• **Activity**:
When you repeat the entries, reproduce each line exactly and omit every picture.

Dataset entries:

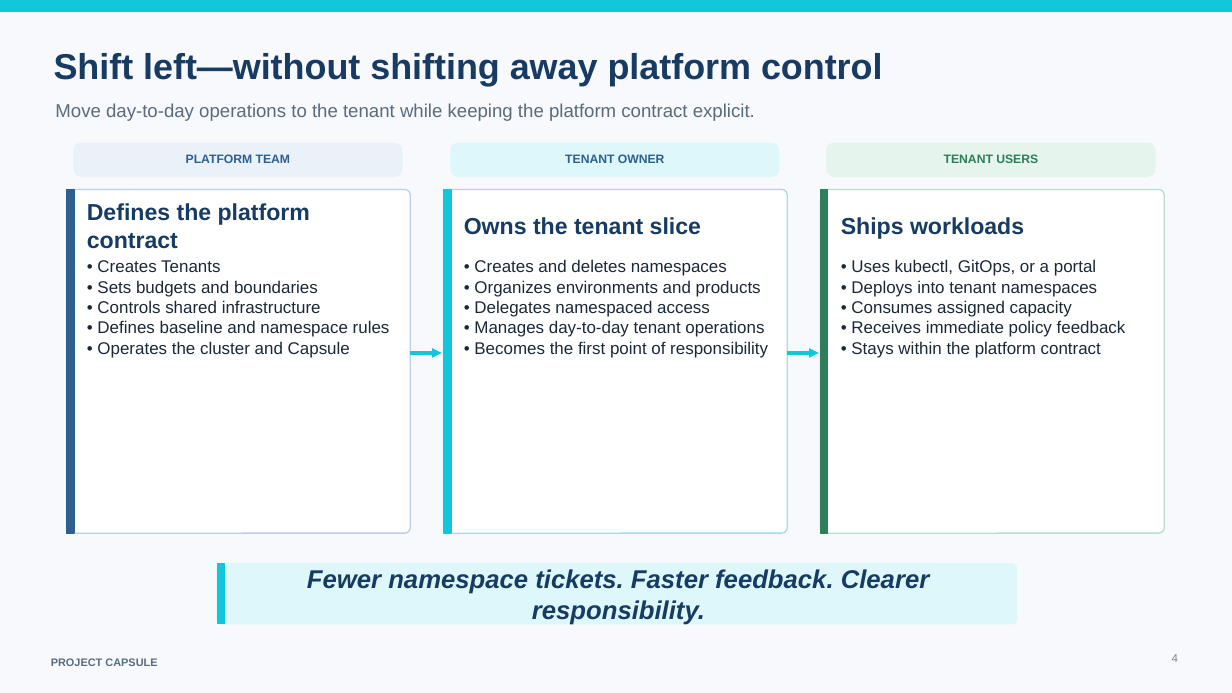
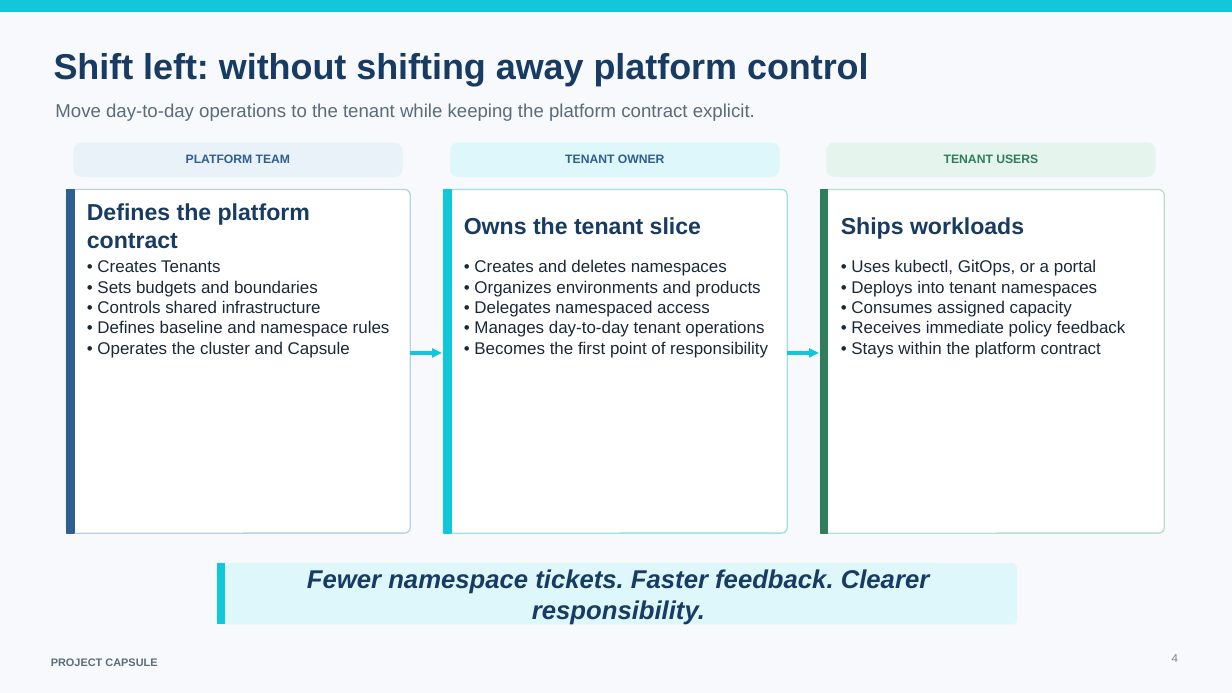
Before and after one commit to projectcapsule/website, a slide deck: slide 4 of presentations/Project_Capsule_Overview.pptx. Drawn at 1232x693 pixels with LibreOffice and Linux fonts; fonts in the diff are those of the drawing. Boxes give left, top, right and bottom in pixels: in the first picture for what was removed or moved away, otherwise in the second. Text is boxed around its words. In the diff, an @@ line names an element or a change of style, - is before the commit and + after.

```diff
--- a/presentations/Project_Capsule_Overview.pptx
+++ b/presentations/Project_Capsule_Overview.pptx
@@ text at <box>54,53,869,85</box>: text changed @@
-Shift left—without shifting away platform control
+Shift left: without shifting away platform control
```
Also in this commit, not shown: 7 other slides changed, 2 slides added.

• **Answer to this task**:
Before and after one commit to projectcapsule/website, a slide deck: slide 4 of presentations/Project_Capsule_Overview.pptx. Drawn at 1232x693 pixels with LibreOffice and Linux fonts; fonts in the diff are those of the drawing. Boxes give left, top, right and bottom in pixels: in the first picture for what was removed or moved away, otherwise in the second. Text is boxed around its words. In the diff, an @@ line names an element or a change of style, - is before the commit and + after.

```diff
--- a/presentations/Project_Capsule_Overview.pptx
+++ b/presentations/Project_Capsule_Overview.pptx
@@ text at <box>54,53,869,85</box>: text changed @@
-Shift left—without shifting away platform control
+Shift left: without shifting away platform control
```
Also in this commit, not shown: 7 other slides changed, 2 slides added.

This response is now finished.